Worse, the accusation is that these jurors were possibly intimidated, even though there exists no evidence and no evidence has been presented to show any such intimidation. In fact, the Jury decided against the harassment charge and found Walt “not guilty’ on that count. The Jury, having seen all the evidence, and heard all the testimony, did decide to find Walt guilty on two counts, extortion and aggravated perjury.

The evidence that was introduced during the trial includes Walts submissions to the Grand Jury, his petitions for a motion for a protective order, and likely Walt’s writings sent to the Supreme Court and the Office of Professional Accountability, in which Walt appears to have asked them to disbar and/or punish Cunningham for ‘crimes’.

Mr Cunningham and others had properly informed Walt that his submissions contained elements which were at odds with the facts and therefor could open up Walt to perjury charges, and that Walt’s attempts to remove Mr Cunningham as the foreperson of the Grand Jury could be interpreted as extortion under the Tennessee Statutes. Instead of heeding the advice, Walt decided to file motions for protective orders and other complaints, all of which would have impeded the foreperson from effectively doing his job.
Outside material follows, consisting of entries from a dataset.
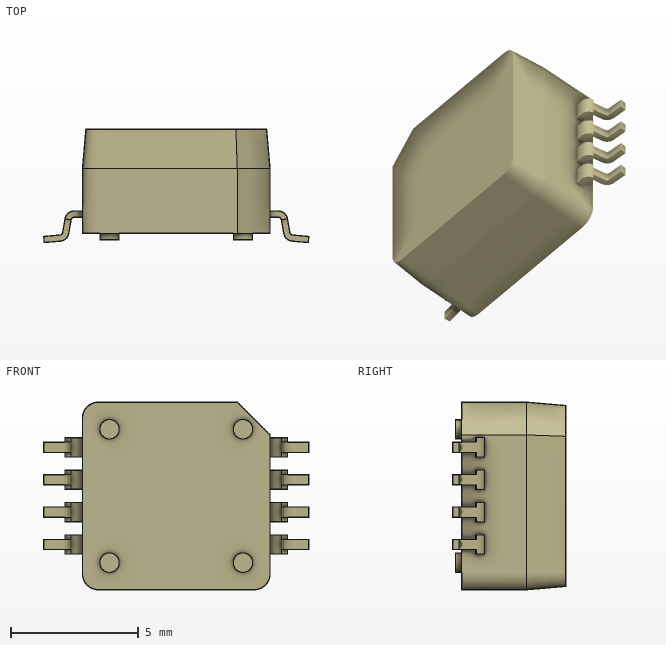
import cadquery as cq
import math


body_side = 7.37
corner_radius = 0.635
corner_chamfer = 1.29
base_depth = 2.54
cap_depth = 1.55
cap_draft = 5.0

peg_diameter = 0.762
peg_height = 0.254
peg_spacing = 5.235

leads_per_side = 4
lead_pitch = 1.27
lead_span = 10.41
lead_thickness = 0.25
shoulder_width = 0.762
shoulder_length = 0.313
foot_width = 0.406
lead_exit_height = 0.76
bend_radius = 0.25
leg_length = 0.538
leg_angle = math.radians(80)
foot_angle = math.radians(5)

half_side = body_side / 2


def body_prism(y, depth, draft=0):
    """Solid grown towards +Y from an outline with one chamfered and three rounded corners."""
    flat_end = half_side - corner_chamfer
    round_end = half_side - corner_radius
    arc_middle = round_end + corner_radius * math.sqrt(0.5)
    return (
        cq.Workplane("ZX", origin=(0, y, 0))
        .moveTo(half_side, flat_end)
        .lineTo(flat_end, half_side)
        .lineTo(-round_end, half_side)
        .threePointArc((-arc_middle, arc_middle), (-half_side, round_end))
        .lineTo(-half_side, -round_end)
        .threePointArc((-arc_middle, -arc_middle), (-round_end, -half_side))
        .lineTo(round_end, -half_side)
        .threePointArc((arc_middle, -arc_middle), (half_side, -round_end))
        .close()
        .extrude(depth, taper=draft)
    )


def make_base():
    """Straight-sided base with a peg near each corner of the mounting face."""
    pegs = (
        cq.Workplane("XZ")
        .rect(peg_spacing, peg_spacing, forConstruction=True)
        .vertices()
        .circle(peg_diameter / 2)
        .extrude(peg_height)
    )
    return body_prism(0, base_depth).union(pegs).solids()


def make_cap():
    """Drafted cap seated on the base."""
    return body_prism(base_depth, cap_depth, cap_draft)


def along(point, length, angle):
    """Point reached by moving outwards and down at an angle below the X axis."""
    return (point[0] + length * math.cos(angle), point[1] - length * math.sin(angle))


def around(point, start_angle, end_angle):
    """Point reached along a bend that turns from one downward angle to another."""
    turn = end_angle - start_angle
    chord = 2 * bend_radius * math.sin(abs(turn) / 2)
    return along(point, chord, start_angle + turn / 2)


def strip(path, start, angle, width):
    """Flat strip of the given width swept along a path that leaves start at an angle."""
    section_plane = cq.Plane(
        origin=(*start, 0),
        xDir=(0, 0, 1),
        normal=(math.cos(angle), -math.sin(angle), 0),
    )
    return cq.Workplane(section_plane).rect(width, lead_thickness).sweep(path)


def make_right_lead():
    """Gull-wing lead on the +X side at Z = 0: wide shoulder and bend, narrow leg and foot."""
    root = (half_side, lead_exit_height)
    bend_start = along(root, shoulder_length, 0)
    bend_middle = around(bend_start, 0, leg_angle / 2)
    leg_top = around(bend_start, 0, leg_angle)
    leg_bottom = along(leg_top, leg_length, leg_angle)
    mean_angle = (leg_angle + foot_angle) / 2
    heel_middle = around(leg_bottom, leg_angle, mean_angle)
    foot_start = around(leg_bottom, leg_angle, foot_angle)
    toe_x = lead_span / 2 - lead_thickness / 2 * math.sin(foot_angle)
    toe = along(foot_start, (toe_x - foot_start[0]) / math.cos(foot_angle), foot_angle)

    shoulder_path = (
        cq.Workplane("XY")
        .moveTo(*root)
        .lineTo(*bend_start)
        .threePointArc(bend_middle, leg_top)
    )
    foot_path = (
        cq.Workplane("XY")
        .moveTo(*leg_top)
        .lineTo(*leg_bottom)
        .threePointArc(heel_middle, foot_start)
        .lineTo(*toe)
    )
    shoulder = strip(shoulder_path, root, 0, shoulder_width)
    foot = strip(foot_path, leg_top, leg_angle, foot_width)
    return shoulder.union(foot).solids()


base = make_base()
cap = make_cap()

right_lead = make_right_lead()
left_lead = right_lead.mirror("YZ")
leads = []
for row in range(leads_per_side):
    z = (row - (leads_per_side - 1) / 2) * lead_pitch
    for lead in (right_lead, left_lead):
        leads.append(lead.translate((0, 0, z)).val())

result = cq.Compound.makeCompound([base.val(), cap.val(), *leads])

Walt was also advised that his true recourse was to be found in the Courts, where he could challenge the Foreperson’s decision to no longer accept Walt’s repetitive complaints, which had been more than once been rejected by the Grand Jury. Under Tennessee law such findings are final…

So before one goes off accusing juror members of being ignorant or intimidated, it may be helpful to first look at the facts and evidence and then make a case. Until then, such claims sound like those made by sore losers who, rather than argue the facts, attack the person. In common parlance this is known as the ‘ad hominem’ fallacy.


Fitzpatrick and the Grand Jury that indicted him

During the motion hearing in June, the defense raised the issue that since the jurors who indicted Fitzpatrick in March, were told in January about his involvements in a Monroe County incident, that there may have been prejudice.

It is unclear to me if counsel raised the issue in a timely and proper fashion however.

Under the criminal procedure in this state, objection to the venire or the indictment is deemed waived unless raised in apt time by motion or plea in abatement.

In State ex rel. Lawrence v. Henderson, Tenn.Cr.App., 433 S.W.2d 96, 101, this court said:

“If the defendant does not object by motion or plea in abatement, to the venire or to the jurors summoned under it, before he pleads to the indictment, an objection thereafter is too late.”

Source: State ex rel. Henderson v. Russell, 459 SW 2d 176 – Tenn: Court of Criminal Appeals 1970

On a personal note, I believe that the Judge should have appointed a different Grand Jury to deal with the issue since the appearance of bias should be avoided at all cost.